Show every line of the data where the word "Before" can be found.

++++++++++++++++++++

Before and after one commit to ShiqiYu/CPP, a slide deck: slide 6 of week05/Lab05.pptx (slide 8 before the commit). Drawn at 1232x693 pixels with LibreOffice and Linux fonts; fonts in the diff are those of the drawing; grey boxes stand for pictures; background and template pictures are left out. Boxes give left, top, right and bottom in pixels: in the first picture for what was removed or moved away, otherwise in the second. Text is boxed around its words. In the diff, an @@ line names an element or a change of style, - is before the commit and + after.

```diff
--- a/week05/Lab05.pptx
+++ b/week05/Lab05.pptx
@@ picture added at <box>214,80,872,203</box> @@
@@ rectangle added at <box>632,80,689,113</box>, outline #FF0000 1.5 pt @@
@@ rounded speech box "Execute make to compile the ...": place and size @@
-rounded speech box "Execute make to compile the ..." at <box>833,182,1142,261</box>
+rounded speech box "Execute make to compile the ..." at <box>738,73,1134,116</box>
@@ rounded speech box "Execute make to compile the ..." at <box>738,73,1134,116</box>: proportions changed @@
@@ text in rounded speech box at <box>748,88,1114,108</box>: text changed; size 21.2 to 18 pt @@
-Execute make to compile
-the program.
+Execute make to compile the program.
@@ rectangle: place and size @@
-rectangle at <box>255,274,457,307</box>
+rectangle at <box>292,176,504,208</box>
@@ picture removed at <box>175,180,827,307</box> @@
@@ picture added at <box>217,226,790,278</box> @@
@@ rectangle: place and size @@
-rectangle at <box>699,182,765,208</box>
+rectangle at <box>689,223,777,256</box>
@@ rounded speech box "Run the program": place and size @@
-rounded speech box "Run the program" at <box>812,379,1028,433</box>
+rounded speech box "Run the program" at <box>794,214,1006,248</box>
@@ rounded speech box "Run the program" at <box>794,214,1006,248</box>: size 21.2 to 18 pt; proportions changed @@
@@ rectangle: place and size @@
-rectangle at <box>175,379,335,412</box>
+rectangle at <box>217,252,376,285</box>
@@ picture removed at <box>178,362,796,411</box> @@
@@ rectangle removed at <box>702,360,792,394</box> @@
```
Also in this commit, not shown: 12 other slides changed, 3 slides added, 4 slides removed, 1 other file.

++++++++++++++++++++

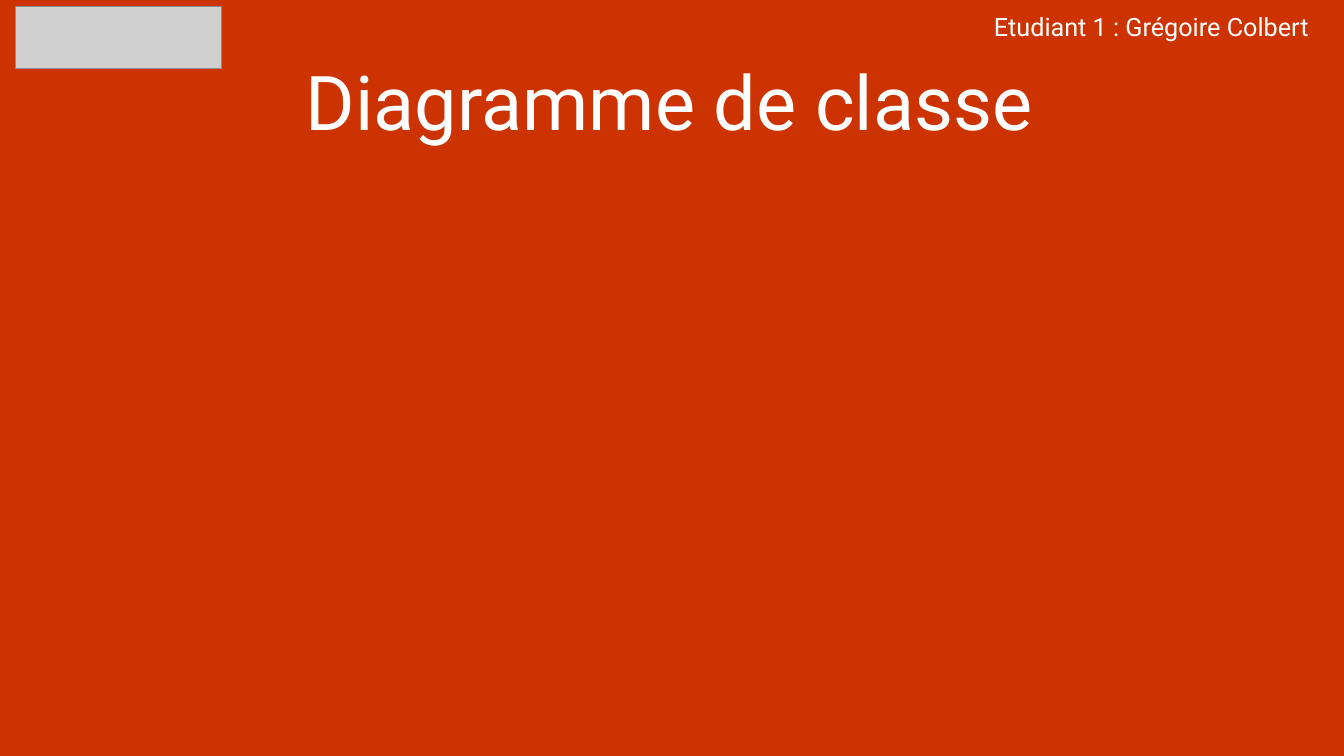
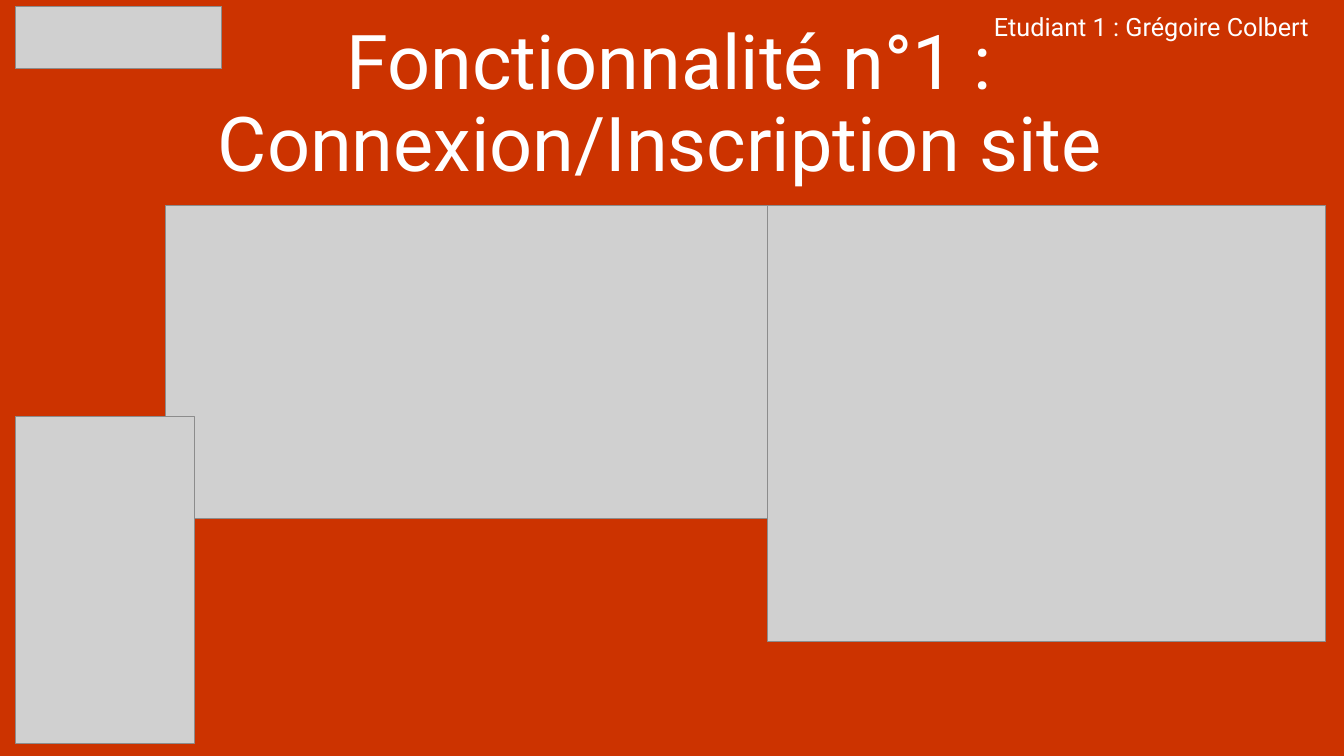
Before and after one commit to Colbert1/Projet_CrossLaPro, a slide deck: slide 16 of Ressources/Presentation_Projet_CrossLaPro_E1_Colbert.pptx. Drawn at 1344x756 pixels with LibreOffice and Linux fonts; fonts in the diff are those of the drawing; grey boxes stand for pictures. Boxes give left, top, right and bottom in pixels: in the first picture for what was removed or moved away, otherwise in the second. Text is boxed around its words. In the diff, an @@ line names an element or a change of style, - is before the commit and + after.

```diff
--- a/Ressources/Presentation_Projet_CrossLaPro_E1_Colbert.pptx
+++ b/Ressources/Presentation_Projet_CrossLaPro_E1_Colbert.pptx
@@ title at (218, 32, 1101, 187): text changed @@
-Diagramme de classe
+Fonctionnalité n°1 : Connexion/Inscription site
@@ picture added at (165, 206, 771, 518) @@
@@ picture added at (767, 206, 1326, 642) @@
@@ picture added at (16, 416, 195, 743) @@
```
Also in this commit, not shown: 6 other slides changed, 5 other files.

++++++++++++++++++++

TASK SOLUTION:
Before and after one commit to ShiqiYu/CPP, a slide deck: slide 6 of week05/Lab05.pptx (slide 8 before the commit). Drawn at 1232x693 pixels with LibreOffice and Linux fonts; fonts in the diff are those of the drawing; grey boxes stand for pictures; background and template pictures are left out. Boxes give left, top, right and bottom in pixels: in the first picture for what was removed or moved away, otherwise in the second. Text is boxed around its words. In the diff, an @@ line names an element or a change of style, - is before the commit and + after.
Before and after one commit to Colbert1/Projet_CrossLaPro, a slide deck: slide 16 of Ressources/Presentation_Projet_CrossLaPro_E1_Colbert.pptx. Drawn at 1344x756 pixels with LibreOffice and Linux fonts; fonts in the diff are those of the drawing; grey boxes stand for pictures. Boxes give left, top, right and bottom in pixels: in the first picture for what was removed or moved away, otherwise in the second. Text is boxed around its words. In the diff, an @@ line names an element or a change of style, - is before the commit and + after.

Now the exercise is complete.